Are end+1 iterators for std::string allowed?
Asked Answered
B

4

25

Is it valid to create an iterator to end(str)+1 for std::string?
And if it isn't, why isn't it?

This question is restricted to C++11 and later, because while pre-C++11 the data was already stored in a continuous block in any but rare POC toy-implementations, the data didn't have to be stored that way.
And I think that might make all the difference.

The significant difference between std::string and any other standard container I speculate on is that it always contains one element more than its size, the zero-terminator, to fulfill the requirements of .c_str().

21.4.7.1 basic_string accessors [string.accessors]

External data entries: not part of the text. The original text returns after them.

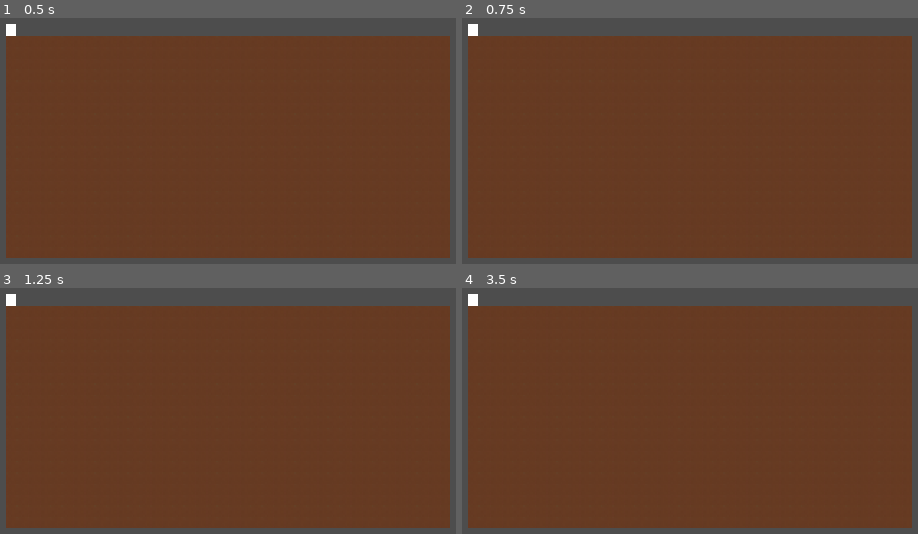
Above: before the commit, frames 1-4 (two rows, left to right).
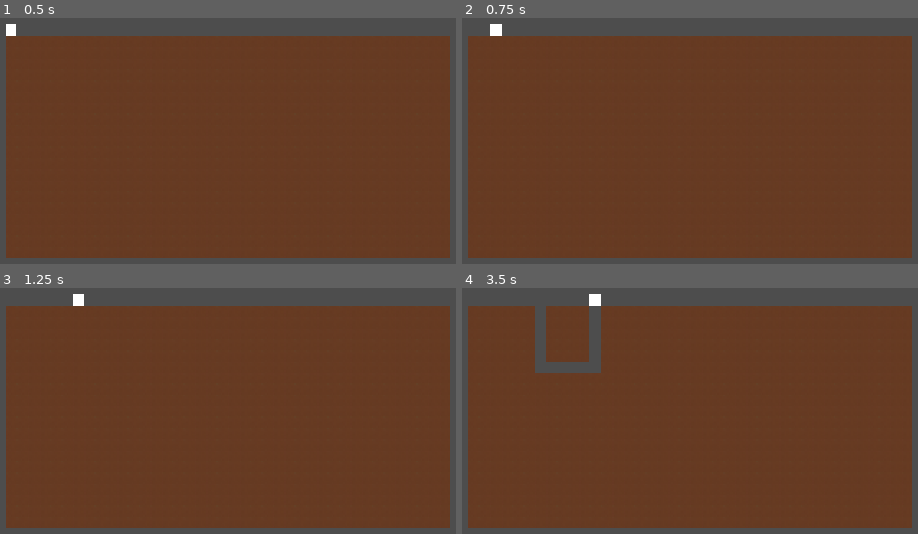
Above: after the commit, the same moments.

Repository: NxtCreator/Entrenched
Game: Godot game, scene res://scenes/main.tscn
The game is run twice, just before and just after one commit, with the same random seed, the same clock (stepped at 60 frames per second) and the same inputs.
Inputs (mouse positions are in pixels of both pictures, inside the frame that each line leads up to):
- Up to frame 1 (0.5 s): no input
- Up to frame 2 (0.75 s): tap Enter at 0.5 s; move the mouse to (867, 123) at 0.52 s; hold Right (ui_right) from 0.53 s (still down); tap Alt at 0.6 s; click (867, 123) at 0.67 s
- Up to frame 3 (1.25 s): keep holding Right (ui_right)
- Up to frame 4 (3.5 s): move the mouse to (530, 440) at 1.27 s; release Right (ui_right) at 1.28 s; hold Down (ui_down) 1.28-2.03 s; tap Shift at 1.35, 2.85 s; tap Space at 2 s; move the mouse to (772, 317) at 2.02 s; hold Right (ui_right) 2.03-2.78 s; tap Alt at 2.1 s; move the mouse to (648, 506) at 2.77 s; hold Up (ui_up) from 2.78 s (still down); click (648, 506) at 2.92 s

Frame 1 is identical in both runs. In frame 2, 0.2% of the frame differs, in the area x 1-9%, y 2-8%; in frame 3, 0.2%; in frame 4, 2.0%, in the area x 1-31%, y 2-35%.

Commit message:
add grid-based digging and player movement

Diff:
--- a/scripts/player.gd
+++ b/scripts/player.gd
@@ -17,14 +17,14 @@
 		direction = Vector2i.DOWN
 	return direction
 
-func update_position(cell):
+func update_position() -> void:
 	position = ground.map_to_local(cell)
 
 
 
 func _ready() -> void:
 	cell = Vector2i(0, -1)
-	update_position(cell)
+	update_position()
 
 
 
@@ -35,4 +35,11 @@
 	var direction = get_direction()
 	if direction != Vector2i.ZERO:
 		cooldown = MOVE_DELAY
-		print(direction)
+
+		var target = cell + direction
+		if ground.get_cell_source_id(target) == -1:
+			cell = target
+			update_position()
+		ground.erase_cell(target)
+		cell = target
+		update_position()

const charT* c_str() const noexcept;
const charT* data() const noexcept;

1 Returns: A pointer p such that p + i == &operator[](i) for each i in [0,size()].
2 Complexity: Constant time.
3 Requires: The program shall not alter any of the values stored in the character array.

Still, even though it should imho guarantee that said expression is valid, for consistency and interoperability with zero-terminated strings if nothing else, the only paragraph I found casts doubt on that:

21.4.1 basic_string general requirements [string.require]

4 The char-like objects in a basic_string object shall be stored contiguously. That is, for any basic_string object s, the identity &*(s.begin() + n) == &*s.begin() + n shall hold for all values of n such that 0 <= n < s.size().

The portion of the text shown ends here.